Honest to goodness, the recycling dumpster at school is getting a serious workout from these people. Stop the madness! Hug a tree! Stop sending me information that a) I already have and b) doesn't pertain to me anyway!

04 June 2009

Today's Special: Visa Procedures!


Direct from the overseas commission that runs these things, a list of documents needed to complete our visa applications. Bear in mind, this is, allegedly, the "simplified procedure":

  • Salary in US dollars from home institution for the duration of your stay in France
  • 4 identity photos
  • Photocopies of your passport (make sure that all info, especially passport n°, place and date of issue are legible)
  • Names and ages of accompanying family members & photocopies of their respective passports
  • Marital status
  • Marriage certificates and birth certificates for accompanying family members, if applicable
  • Birth date & place of birth
  • A Certificate of coverage from the US Social Security Administration*

  • (*The CoC has to be applied for online and takes another two weeks to turn around.)

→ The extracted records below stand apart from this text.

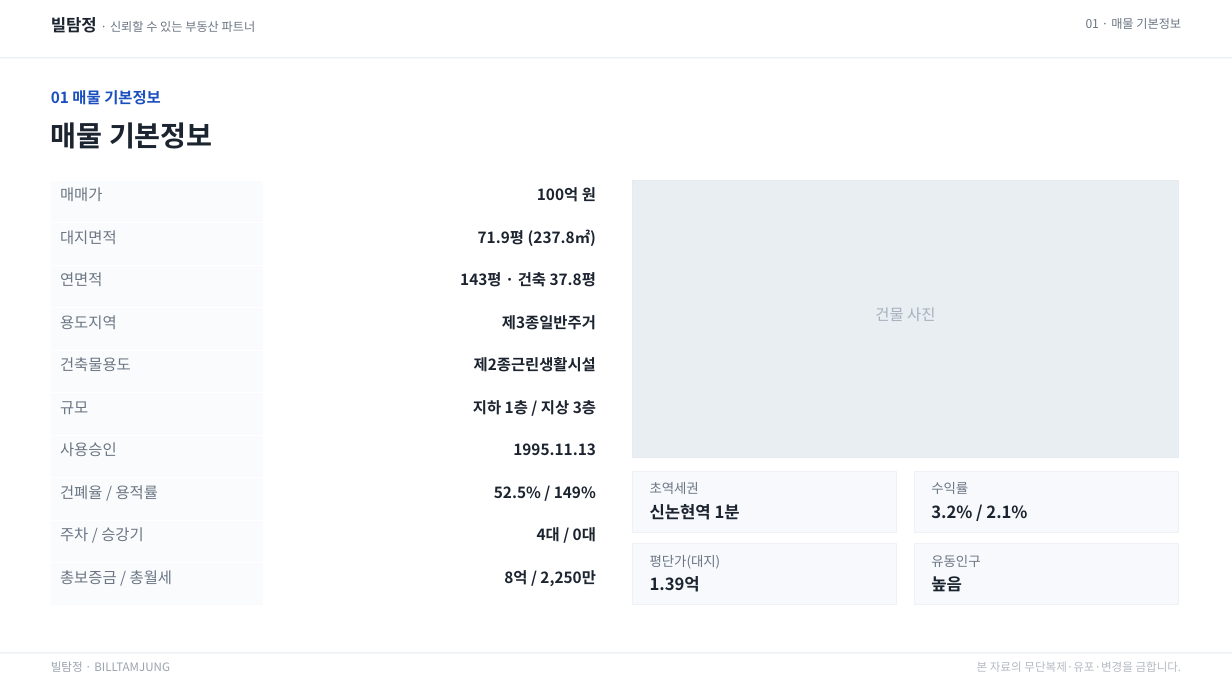
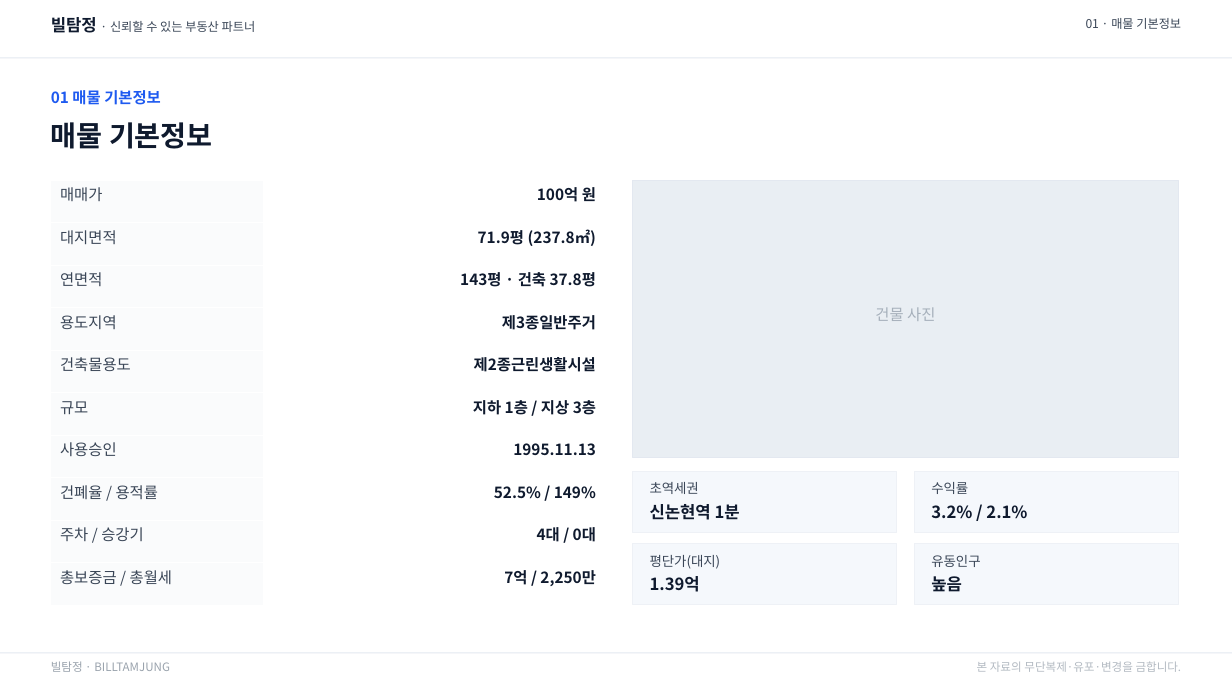
Before and after one commit to lsu7202/billtamjung, a slide deck: slide 2 of specs/02-screens/_mockups/브리핑.pptx. Drawn at 1232x693 pixels with LibreOffice and Linux fonts; fonts in the diff are those of the drawing. Boxes give left, top, right and bottom in pixels: in the first picture for what was removed or moved away, otherwise in the second. Text is boxed around its words. In the diff, an @@ line names an element or a change of style, - is before the commit and + after.

```diff
--- a/specs/02-screens/_mockups/브리핑.pptx
+++ b/specs/02-screens/_mockups/브리핑.pptx
@@ text "빌탐정 · 신뢰할 수 있는 ..." at [51,17,256,33]: text colour #1C2430 to #0F1A2E in "빌탐정"; text colour #6B7684 to #3A4657 in "· 신뢰할 수 있는 부동산 파트너" @@
@@ text "01 매물 기본정보" at [51,90,161,105]: text colour #1A4FC0 to #1E5AF0 @@
@@ table at [51,180,605,605] @@
-row 10, column 2: 8억 / 2,250만
+row 10, column 2: 7억 / 2,250만
@@ text colour #6B7684 to #3A4657 in "매매가", "대지면적", "연면적", "용도지역" and 6 more places @@
@@ text colour #1C2430 to #0F1A2E in "100억 원", "71.9평 (237.8㎡)", "143평 · 건축 37.8평", "제3종일반주거" and 5 more places @@
@@ fill #F7F9FC to #F5F8FC in 4 elements at [633,471,897,532], [915,471,1178,532], [633,543,897,604], [915,543,1178,604] @@
@@ text colour #6B7684 to #3A4657 in 5 elements at [1086,18,1181,29], [650,482,699,494], [931,482,968,494], [650,555,721,569], [931,555,980,567] @@
```
Also in this commit, not shown: 6 other slides changed, 39 other files.

    Now, my favorite part. Remember how Mr. Rogers used to take field trips to crayon factories and whatnot and you got to see how the entire process worked? Here's a look into French immigration:

    • The Commission prepares a "recruitment" application for each U.S. Exchange Teacher and communicates it to the Office Français de l'immigration et de l'intégration (OFII);
    • The Office Français de l'immigration et de l'intégration (OFII) evaluates all applications and, if approved, forwards them to the Direction départementale du travail, de l'emploi et de la formation professionnelle (DDTEFP) ;
    • The Direction départementale du travail, de l'emploi et de la formation professionnelle (DDTEFP) then prepares a « contrat de travail » that is sent directly to the French consulate in the U.S. closest to your place of residence;
    • You will then need to apply for the appropriate visa with the French consulate; the visa that you will be issued should then read "salarié(e) OFII";
    • Soon upon your arrival in France, and most likely during the orientation session in late September, you and any accompanying family members will be convoked to the Paris office of the Office Français de l'immigration et de l'intégration (OFII) for a medical exam;
    • After completion of the medical exam, the Office Français de l'immigration et de l'intégration (OFII) will validate your long stay work visa; the latter will serve as your residency permit for the dates of your stay in France, as indicated in the visa.

    God save us from the "complicated" version!